Instructions to follow:
Task for the records below: count the lines that contain the word "Applications" and give only that number.

======== Source records ========

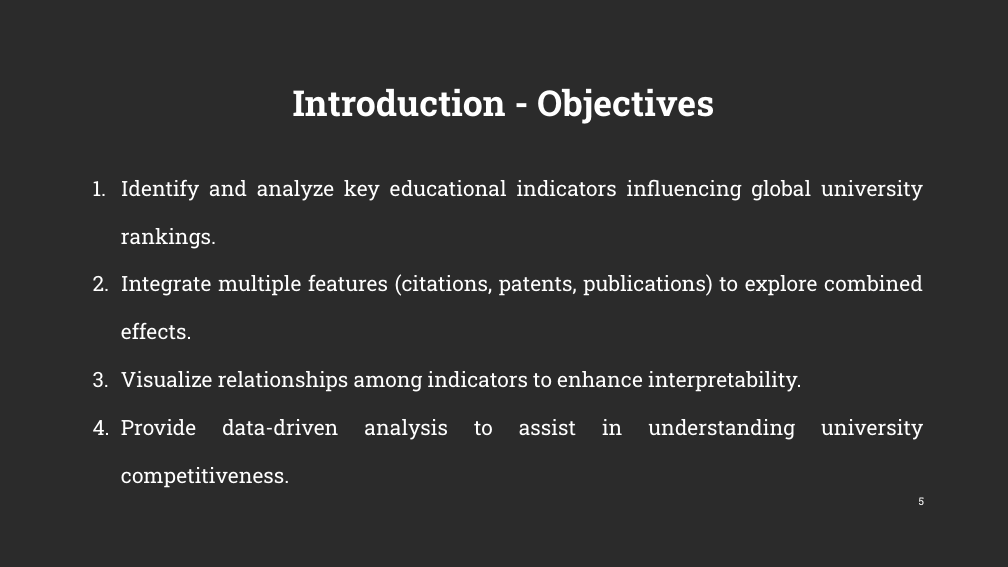
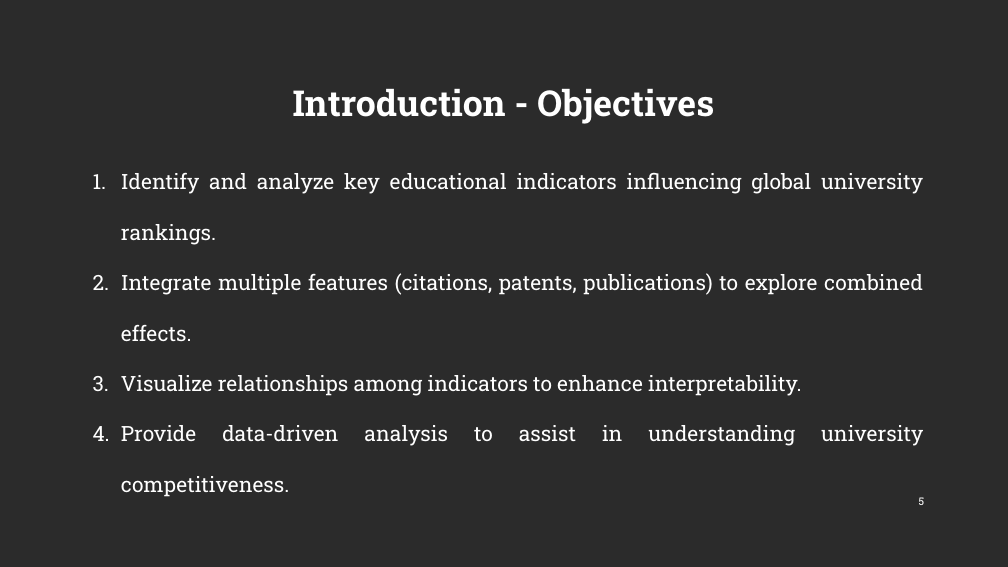
Before and after one commit to Yucheng0208/NTUT-CSIE-Master-Course, a slide deck: slide 5 of 113-2/Data-Science-Principles-with-Applications-on-Educational-Data/Proposal/proposal_slide_group6.pptx. Drawn at 1008x567 pixels with LibreOffice and Linux fonts; fonts in the diff are those of the drawing; background and template pictures are left out; a plain dark background stands for a picture behind light text. Boxes give left, top, right and bottom in pixels: in the first picture for what was removed or moved away, otherwise in the second. Text is boxed around its words. In the diff, an @@ line names an element or a change of style, - is before the commit and + after.

```diff
--- a/113-2/Data-Science-Principles-with-Applications-on-Educational-Data/Proposal/proposal_slide_group6.pptx
+++ b/113-2/Data-Science-Principles-with-Applications-on-Educational-Data/Proposal/proposal_slide_group6.pptx
@@ text "Identify and analyze key educational ..." at [121,172,923,446]: line spacing 1.9 to 2 @@
```
Also in this commit, not shown: 4 other slides changed.

========

Result:
3